When you drill down into the fund prospectus, they provide detail of the amount that was a dividend versus a capital gain distribution.
As I am a fan of keeping things simple, I am going to track them as one combined amount and my goal is to produce $21,500 in distributions in the coming year.
While the previous goals were about building the projected annual dividend income, this goal will cover how much I am wanting to actually collect in dividend payments.
For this goal, I am limiting this to my brokerage account only.
As mentioned earlier, based on the forecast of PADI, I should collect $3,884 if there were no changes. Therefore, I expect to collect an additional $616 in dividends based on new capital increasing dividend payments in later quarters as well as dividend raises and DRIPs.
My gut is telling me that I might be a little too conservative with this goal, so this may end up being a candidate for a reset.

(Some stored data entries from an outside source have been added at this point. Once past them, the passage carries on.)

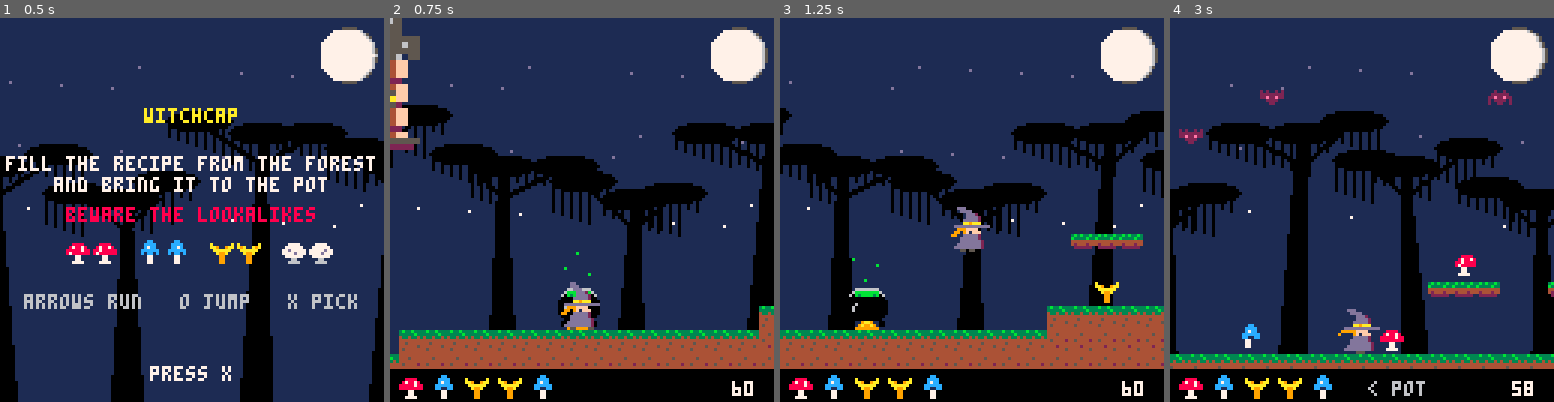
Above: before the commit, frames 1-4 (left to right).
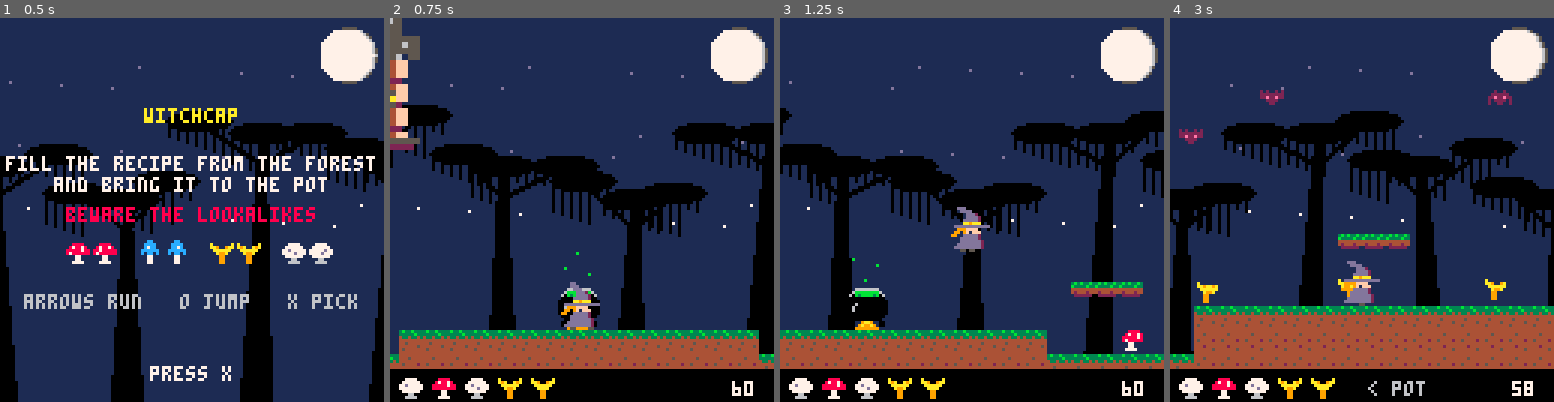
Above: after the commit, the same moments.

Repository: drachis/carts
Game: PICO-8 cartridge proj/witchcap/tests/test_boot.p8
Same seed, same stepped clock (60 frames per second), same inputs: the game is played once before the commit and once after it.
Inputs:
- Up to frame 1 (0.5 s): tap X (X key) at 0.33 s
- Up to frame 2 (0.75 s): tap O (Z key) at 0.7 s
- Up to frame 3 (1.25 s): tap X (X key) at 1.07 s
- Up to frame 4 (3 s): hold Right 1.6-2.1 s; tap O (Z key) every 0.4 s from 1.7 to 2.9 s; tap X (X key) at 1.85, 2.97 s; hold Up 2.15-2.42 s; hold Right from 2.47 s (still down)

Frame 1 is identical in both runs. In frame 2, 1.5% of the frame differs, in the area x 2-100%, y 75-100%; in frame 3, 6.8%; in frame 4, 31%, in the area x 0-100%, y 24-100%.

Commit message:
witchcap: a recipe is five different mushrooms, at most two of a family; one of each grows among 17 lookalikes, and a spoiled one grows again where something was picked, away from the witch (2857 tokens)
Co-Authored-By: Claude Opus 5.5 <noreply@anthropic.com>

Diff:
--- a/proj/witchcap/forest.lua
+++ b/proj/witchcap/forest.lua
@@ -16,17 +16,13 @@
  new_recipe()
  -- only the sixteen rows the forest uses
  memset(0x2000,0,0x800)
- mushrooms={}
- -- what grows, one to a cell: every mushroom the recipe wants, a spare
- -- of each kind it wants, and for the rest their lookalikes, which are
- -- the other forms of the same families
+ mushrooms,picked={},{}
+ -- what grows, one to a cell: one of each mushroom the recipe wants, and
+ -- for the rest their lookalikes, the other forms of the same families
  local kinds,wanted={},{}
  for slot in all(recipe) do
   add(kinds,slot.kind)
-  if not wanted[slot.kind] then
-   wanted[slot.kind]=true
-   add(kinds,slot.kind)
-  end
+  wanted[slot.kind]=true
  end
  while #kinds<22 do
   local lookalike=(rnd(recipe).kind-1)\4*4+flr(rnd(4))+1
--- a/proj/witchcap/potion.lua
+++ b/proj/witchcap/potion.lua
@@ -2,25 +2,46 @@
 --
 -- mushrooms are kinds 1..16: four families of four forms, kind
 -- family*4+form+1. the forms of a family are nearly alike, and none is
--- the good one: each run the recipe names one form from each of three
--- families, and every other form of those families is its lookalike.
+-- the good one: each run the recipe names five different kinds, and the
+-- other forms of their families are the lookalikes. exactly one of each
+-- wanted kind grows; when one is spoiled, another grows somewhere.
 --
 -- the recipe is a list of slots, each a mushroom kind and a state:
 -- 0 still wanted, 1 in the basket, 2 in the cauldron. what is in the
 -- cauldron is safe; a lookalike spoils something from the basket.
 
+-- five mushrooms, no two the same, and no more than two of a family
 function new_recipe()
- local wanted={}
- for family=0,3 do
-  add(wanted,family*4+flr(rnd(4))+1)
- end
- -- one family sits the run out
- del(wanted,rnd(wanted))
  recipe={}
- for kind in all{wanted[1],wanted[2],wanted[3],rnd(wanted),rnd(wanted)} do
-  add(recipe,{kind=kind,state=0})
+ local from_family={0,0,0,0}
+ while #recipe<5 do
+  local kind=flr(rnd(16))+1
+  local family=(kind-1)\4+1
+  if from_family[family]<2 and not slot_in(nil,kind) then
+   from_family[family]+=1
+   add(recipe,{kind=kind,state=0})
+  end
  end
  message_frames=0
+end
+
+-- a spoiled mushroom grows again: in a place where something has been
+-- picked, and not right beside her if that can be helped
+function regrow(kind)
+ local place
+ for try=1,8 do
+  place=rnd(picked)
+  if abs(near(place.x)-witch.x)>90 then break end
+ end
+ del(picked,place)
+ place.kind=kind
+ add(mushrooms,place)
+end
+
+-- every mushroom that leaves the forest goes through here
+function uproot(mushroom)
+ del(mushrooms,mushroom)
+ add(picked,mushroom)
 end
 
 function say(text,colour)
@@ -41,17 +62,20 @@
   if abs(near(mushroom.x)-witch.x)<7 and abs(mushroom.y-witch.y)<10 then
    local wanted=slot_in(0,mushroom.kind)
    if wanted then
-    del(mushrooms,mushroom)
+    uproot(mushroom)
     wanted.state=1
     sfx(1)
    elseif slot_in(nil,mushroom.kind) then
     say("enough of those",6)
     sfx(6)
    else
-    del(mushrooms,mushroom)
+    uproot(mushroom)
     witch.poison=poison_frames
     local spoiled=slot_in(1)
-    if spoiled then spoiled.state=0 end
+    if spoiled then
+     spoiled.state=0
+     regrow(spoiled.kind)
+    end
     say(spoiled and "a lookalike! one spoiled" or "a lookalike!",8)
     sfx(3)
    end
--- a/proj/witchcap/tests/test_forest.lua
+++ b/proj/witchcap/tests/test_forest.lua
@@ -63,13 +63,13 @@
    printh("error: seed "..seed.." has a mushroom in the clearing")
   end
  end
- -- what the recipe wants grows, with one to spare, and everything else
- -- is a lookalike from a family the recipe uses
+ -- the recipe never asks twice for a kind; exactly one of each kind it
+ -- wants grows; and everything else is a lookalike from a family it uses
  local wanted_families={}
  for kind=1,16 do
   if needed[kind]>0 then
    wanted_families[(kind-1)\4]=true
-   if counts[kind]!=needed[kind]+1 then
+   if needed[kind]>1 or counts[kind]!=1 then
     printh("error: seed "..seed.." wants "..needed[kind].." of kind "..kind.." and grows "..counts[kind])
    end
   end
--- a/proj/witchcap/tests/test_witch.lua
+++ b/proj/witchcap/tests/test_witch.lua
@@ -230,7 +230,7 @@
   end,
  },
  {
-  name="a lookalike poisons her and spoils one from the basket",
+  name="a lookalike poisons her and spoils one from the basket, which grows again",
   buttons={},frames=1,
   setup=function()
    arena()
@@ -241,8 +241,9 @@
   end,
   check=function()
    return witch.poison>0 and recipe[1].state==2 and recipe[2].state==0
-    and recipe[3].state==1 and #mushrooms==0,
+    and recipe[3].state==1 and #mushrooms==1 and mushrooms[1].kind==5,
     "poison "..witch.poison..", slots "..recipe[1].state..recipe[2].state..recipe[3].state
+    ..", "..#mushrooms.." growing"
   end,
  },
  {
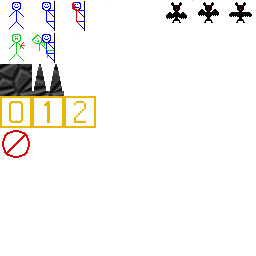
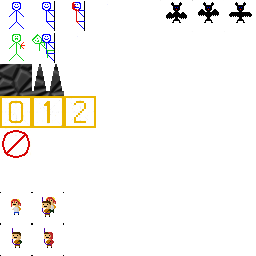
Layers edited between the first and the second 256px x 256px image:
added layer "New Rescuer" above "Rescuer with blood" over [0,224,32,256]
added layer "Rescuer with blood" above "Rescuer with Target" over [32,224,64,256]
added layer "Rescuer with Target" above "New Target" over [32,192,64,224]
added layer "New Target" above "Rectangle 1" over [0,192,32,224]

While not specific to DGI and my dividend portfolio, every year since at least 2006 (years prior to that were in a notebook not my spreadsheet) I have been tracking my net worth and setting an annual goal.
In 2018, I had set a goal of increasing my net worth by 30% and things were looking good through September when I was tracking to a 26% increase. Unfortunately the fourth quarter of the year was not kind from a market perspective, and the year concluded with slightly more than a 14% increase to my net worth.

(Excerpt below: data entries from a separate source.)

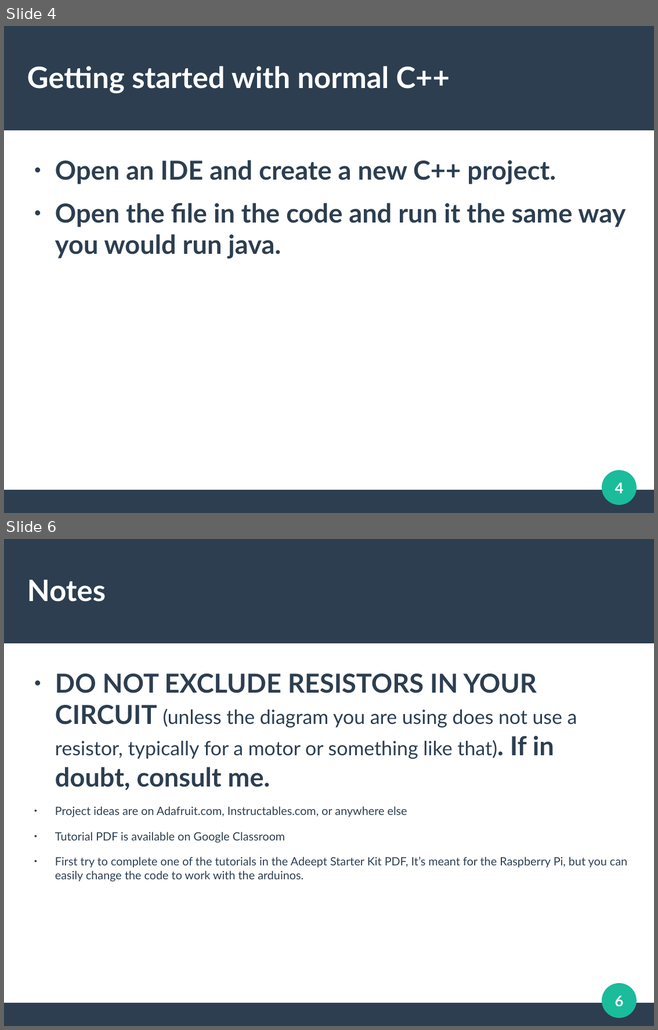
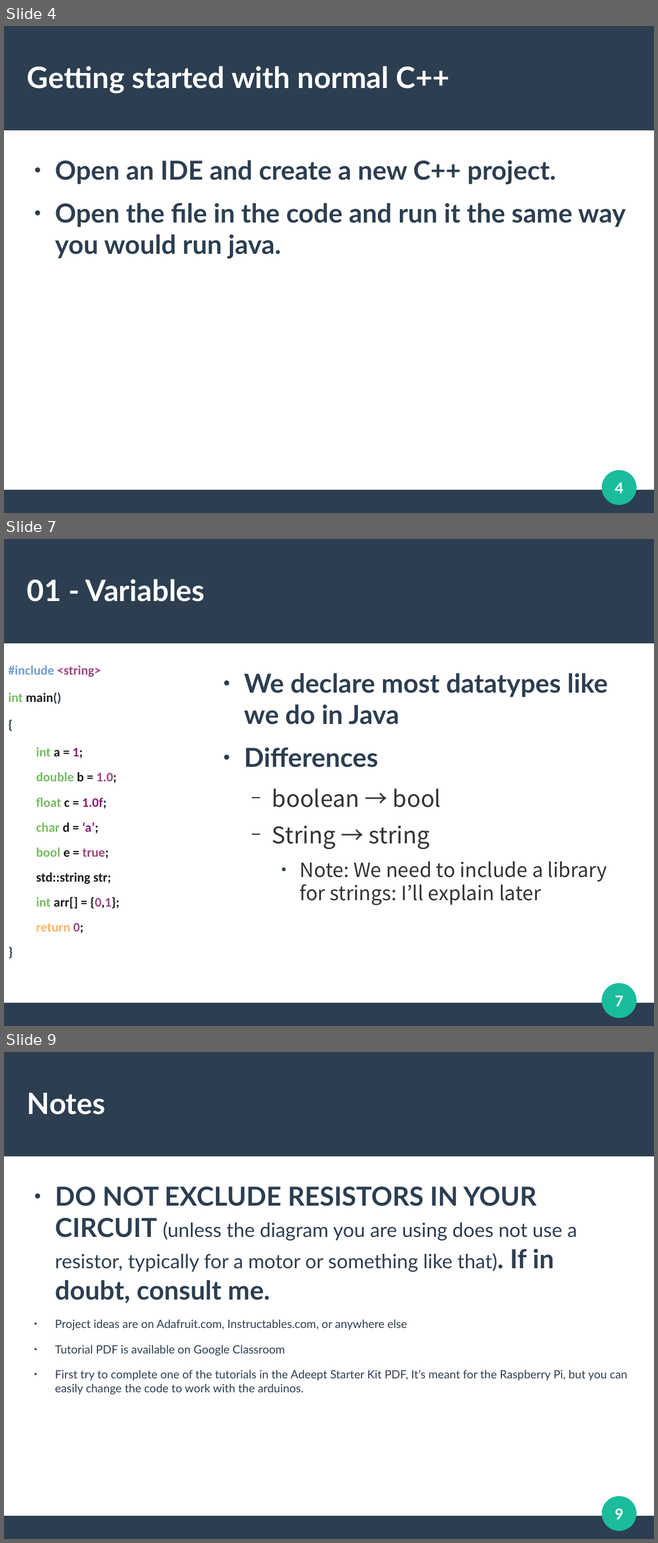
Before and after one commit to DuongTyler/CppCrashCourse, a slide deck: CPP.odp. Shown one above the other, each under a label of ours: slides 4 and 6 before the commit, slides 4, 7 and 9 after it; the slides between them are not shown. The pictures are 658x1030 and 658x1543 pixels, drawn with LibreOffice and Linux fonts; fonts in the diff are those of the drawing. Boxes give left, top, right and bottom in pixels: in the first picture for what was removed or moved away, otherwise in the second. Text is boxed around its words. In the diff, an @@ line names an element or a change of style, - is before the commit and + after.

```diff
--- a/CPP.odp
+++ b/CPP.odp
@@ slide 7 added at (4,539,654,1026), background #FFFFFF; not listed: 3 template elements that a slide beside it also shows @@
@@ title added at (27,579,205,602), 36 pt, text #FFFFFF, bold @@
+01 - Variables
@@ text added at (8,665,119,933), 16 pt, text #1C1C1C, bold @@
+#include <string>
+int main()
+{
+  int a = 1;
+  double b = 1.0;
+  float c = 1.0f;
+  char d = ‘a’;
+  bool e = true;
+  std::string str;
+  int arr[] = {0,1};
+  return 0;
+}
@@ text added at (244,673,608,906), 24 pt, text #333333 @@
+● We declare most datatypes like we do in Java
+● Differences
+  − boolean → bool
+  − String → string
+    ● Note: We need to include a library for strings: I’ll explain later
@@ page number added at (615,995,623,1006), 18 pt, text #FFFFFF, bold @@
+7
@@ what was slide 6 is now slide 9 @@
@@ page number at (615,1508,623,1519): text changed @@
-6
+9
```
Also in this commit, not shown: 1 slide changed, 2 other slides added, 1 other file.

As I expect that we may see a turbulent, or possibly sideways, market in the new year, I have reduced my net worth goal to an increase of 20% for the year.
Initially, I had set the goal at 15% but I felt that was too conservative–as even if the markets are declining, I will be continuing to save and invest new capital and therefore I am optimistic that I can reach this goal.

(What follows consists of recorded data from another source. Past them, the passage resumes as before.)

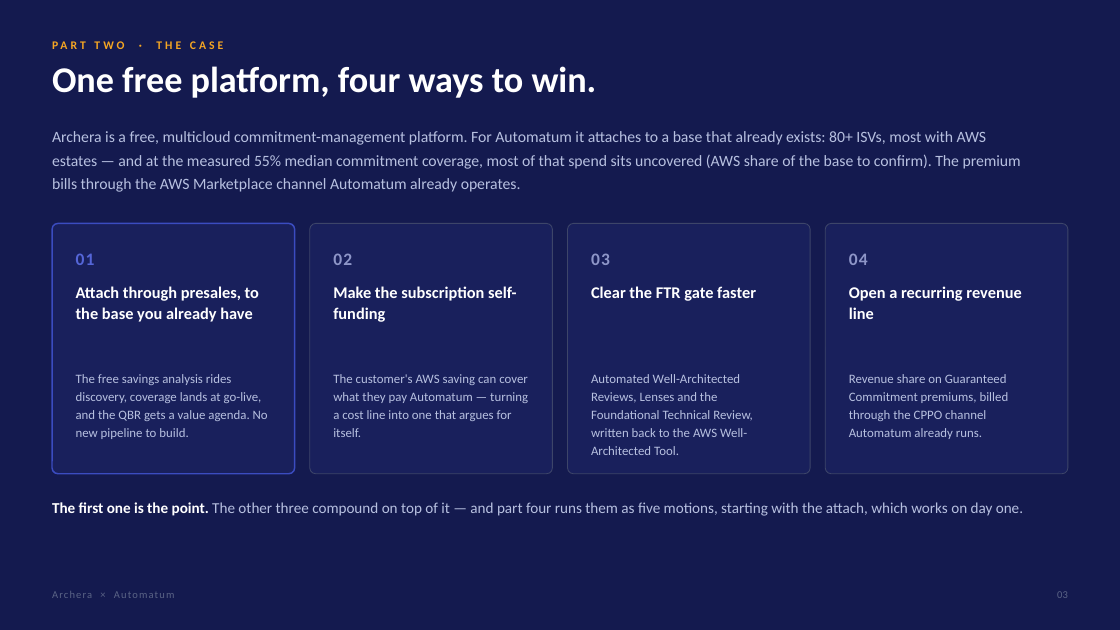
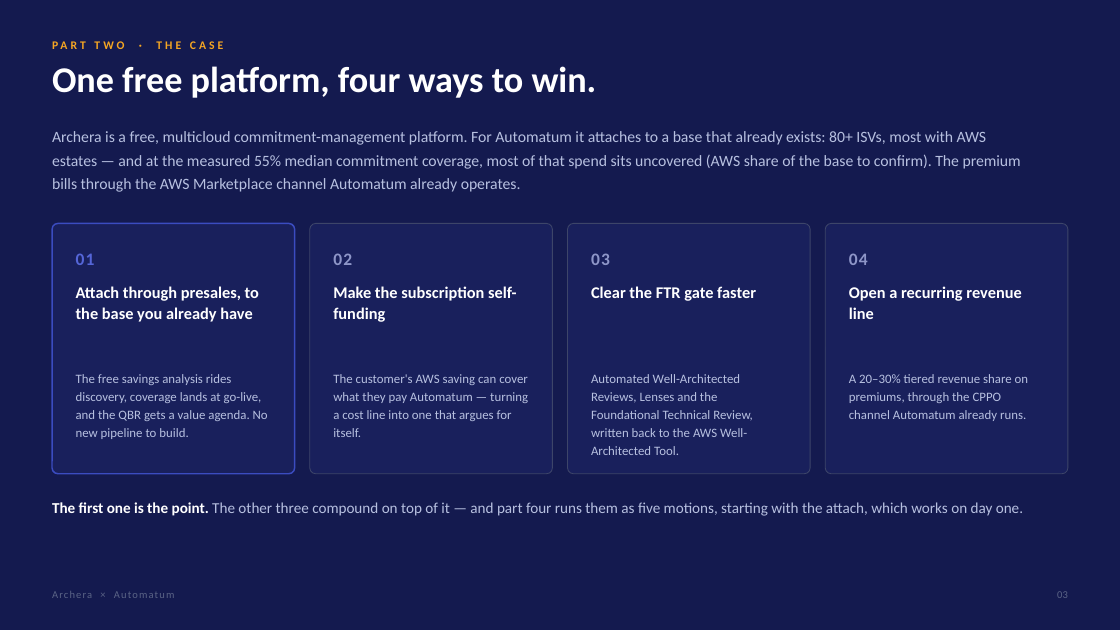
Before and after one commit to KianteEvans/barberbook, a slide deck: slide 3 of decks/Archera-for-Automatum.pptx. Drawn at 1120x630 pixels with LibreOffice and Linux fonts; fonts in the diff are those of the drawing. Boxes give left, top, right and bottom in pixels: in the first picture for what was removed or moved away, otherwise in the second. Text is boxed around its words. In the diff, an @@ line names an element or a change of style, - is before the commit and + after.

```diff
--- a/decks/Archera-for-Automatum.pptx
+++ b/decks/Archera-for-Automatum.pptx
@@ text at (x1=849, y1=374, x2=1029, y2=421): text changed @@
-Revenue share on Guaranteed Commitment premiums, billed through the CPPO channel Automatum already runs.
+A 20–30% tiered revenue share on premiums, through the CPPO channel Automatum already runs.
```
Also in this commit, not shown: 6 other slides changed, 2 other files.

As a note on net worth, we do not track any possessions such as vehicles, jewelry, etc. and only include a flat value for our home that is approximately 30% below our last appraisal. Our only liability is our mortgage.
The other non-DGI goal that I will share here is what I call my Safe Withdrawal Rate Income.
For those interested in FIRE (Financial Independence / Retire Early) you will likely be familiar with the 4% Safe Withdrawal Rate. As part of my net worth spreadsheet and FIRE Tracker, I calculate how much income I would be able to produce on a monthly basis if I stopped working that month.
I’ve seen some people track this slightly differently as a percentage towards their Financial Independence goal.
Ultimately, it is quite similar, but I’ve opted to track it this way as our FIRE, or fatFIRE, goal has some flexibility depending on how luxurious we may want to be.
Last year we had a goal to increase our SWR Income by 30% and similar to our net worth we were up to a 32.25% increase by September. Over the last quarter, we saw that decline to a 17.98% increase by the time the year ended. I’ve decided to keep this goal steady at 30% for the new year and give it another shot.
For those that read through the detail, thank you for taking the time–and for those that only read the Cliff Notes summary, you don’t know what you missed! 😉
When I set my goals for 2018, I was shooting in the dark a little as I didn’t have much of any experience with dividend growth investing and was building a new portfolio. I’ve now done a bit more analysis of what I believe is possible–and then I’ve pushed it a little farther in most cases–and am hopeful that these goals are reflective of that.
I’m shooting for a combined total of $32,500 across all accounts, including my note above about retirement distributions. My main focus though is on the brokerage account as the other accounts have more hoops to jump through to access those funds in early retirement.
But the fact that this time last year I wasn’t even thinking about dividends, and now I am here is pretty damn exciting!
What do you think of these goals?
Let me know if you have any questions or think I fell off my rocker somewhere, and of course I’d love to hear about your goals too!